Wciąż nie cichną echa nocnego spotkania marszałka Sejmu Szymona Hołowni z politykami PiS. Głosy krytyki, spekulacje o nowej koalicji i osobista riposta Hołowni pokazują, że to coś więcej niż tylko polityczna pogawędka. Do gry wkroczył także Radosław Sikorski, wbija szpilkę liderowi Polski 2050.
Nocne rozmowy. Limuzyna pod domem Bielana
W nocy z 3 na 4 lipca limuzyna marszałka Sejmu pojawiła się pod domem Adama Bielana. Chwilę później dotarł tam również Jarosław Kaczyński, a następnie Michał Kamiński. Spotkanie, jak ustalili dziennikarze Radia ZET i „Newsweeka”, odbyło się poza oficjalnymi gabinetami parlamentarnymi. Całość trwała niespełna godzinę.
Choć to tylko godzina, jej polityczny wydźwięk rozlał się szeroko. Pojawiły się domysły, oskarżenia i pytania: czy Hołownia dogaduje się z PiS-em?
Hołownia odpowiada. „Interesuje mnie pokój, a nie wojna”
Marszałek Sejmu nie pozostawił sprawy bez komentarza. Na platformie X napisał:
„Twardo stoję na stanowisku, że – zwłaszcza w obecnych czasach – politycy różnych opcji powinni ze sobą rozmawiać, inaczej pozabijamy się nawzajem.”
Podkreślił, że nie zamierza tworzyć koalicji z PiS-em i że jego misją jest “pokój, a nie wojna”. Zaznaczył też, że polaryzacja to „rak naszej polityki”, a on chce działać ponad podziałami.
W kolejnym wpisie na Facebooku był już bardziej emocjonalny:
„Nie zapisywałem się do sekty, w której kontakt z kimś z zewnątrz oznacza zaciągnięcie rytualnej nieczystości.”
Hołownia odniósł się do oskarżeń o zdradę, stwierdzając, że wyśmiewanie go jako „Judasza” przez polityków i sympatyków KO budzi w nim jedynie „uśmiech szczerego wzruszenia”.
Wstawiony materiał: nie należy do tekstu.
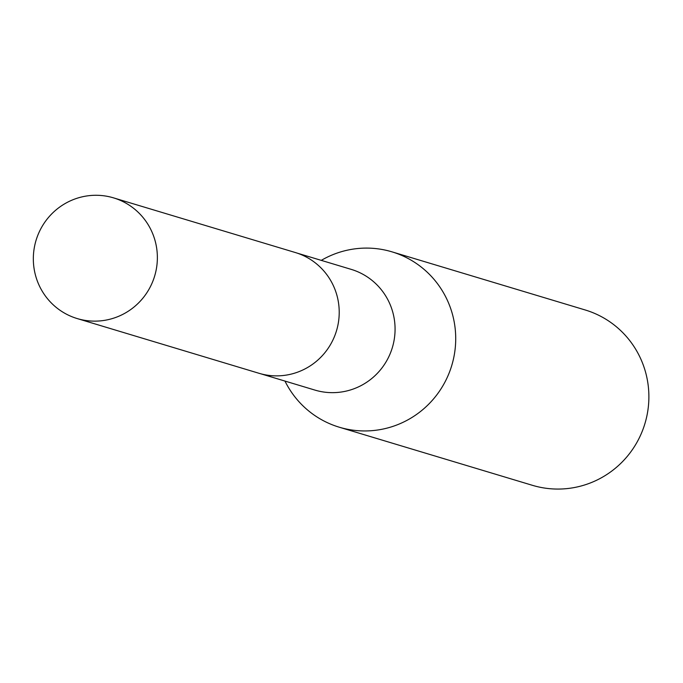 <?xml version="1.0" encoding="UTF-8"?>
<svg xmlns="http://www.w3.org/2000/svg" width="683" height="683" viewBox="0 0 683 683"><rect width="100%" height="100%" fill="white"/><g stroke="black" fill="none" stroke-linecap="round" stroke-linejoin="round"><path stroke-width="1.02" d="M260.855 373.814L314.897 390.078A63.024 61.931 -73.3 0 0 395.047 330.905A63.024 61.931 -73.3 0 0 351.216 269.375L297.173 253.12M284.965 381.071A91.556 89.968 -73.3 0 0 339.238 427.199A91.556 89.968 -73.3 0 0 455.681 341.227A91.556 89.968 -73.3 0 0 391.991 251.848A91.556 89.968 -73.3 0 0 321.275 260.368M339.238 427.199L532.407 485.314A91.556 89.968 -73.3 0 0 648.85 399.35A91.556 89.968 -73.3 0 0 585.169 309.962L391.991 251.848M97.106 195.287A63.024 61.931 -73.3 0 0 34.15 248.612A63.024 61.931 -73.3 0 0 77.179 318.56A63.024 61.931 -73.3 0 0 93.588 321.13A63.024 61.931 -73.3 0 0 156.552 267.796A63.024 61.931 -73.3 0 0 113.498 197.857A63.024 61.931 -73.3 0 0 97.106 195.287M77.179 318.56L258.994 373.285A63.049 61.957 -73.3 0 0 275.411 375.863A63.049 61.957 -73.3 0 0 338.401 322.504A63.049 61.957 -73.3 0 0 295.321 252.531L113.498 197.857"/></g></svg>

7, 2025Szef MSZ @sikorskiradek komentuje nocne spotkanie marszałka @szymon_holownia z @OficjalnyJK ⤵️ pic.twitter.com/53Mz6p35J1
— tvp.info 🇵🇱 (@tvp_info)
Loading tweet...
— Tvp_info (@tvp_info) July 12, 2025
Propozycja premiera? Hołownia dementuje
Jak donosi Onet, rozmowy Hołowni z Kaczyńskim miały odbyć się co najmniej dwukrotnie, a tematem miało być m.in. możliwe obalenie rządu Donalda Tuska i budowa nowej większości parlamentarnej. W zamian Hołownia miałby objąć stanowisko premiera.
Lider Polski 2050 stanowczo zdementował te doniesienia:
„Nie otrzymałem od nikogo, w żadnym formacie koalicyjnym, propozycji bycia premierem.”
Odniósł się również do spekulacji o możliwości przedłużenia swojej misji jako marszałka Sejmu po listopadzie:
„Nigdy nie otrzymałem od nikogo propozycji kontynuowania mojej misji marszałka Sejmu po 13 listopada 2025 roku.”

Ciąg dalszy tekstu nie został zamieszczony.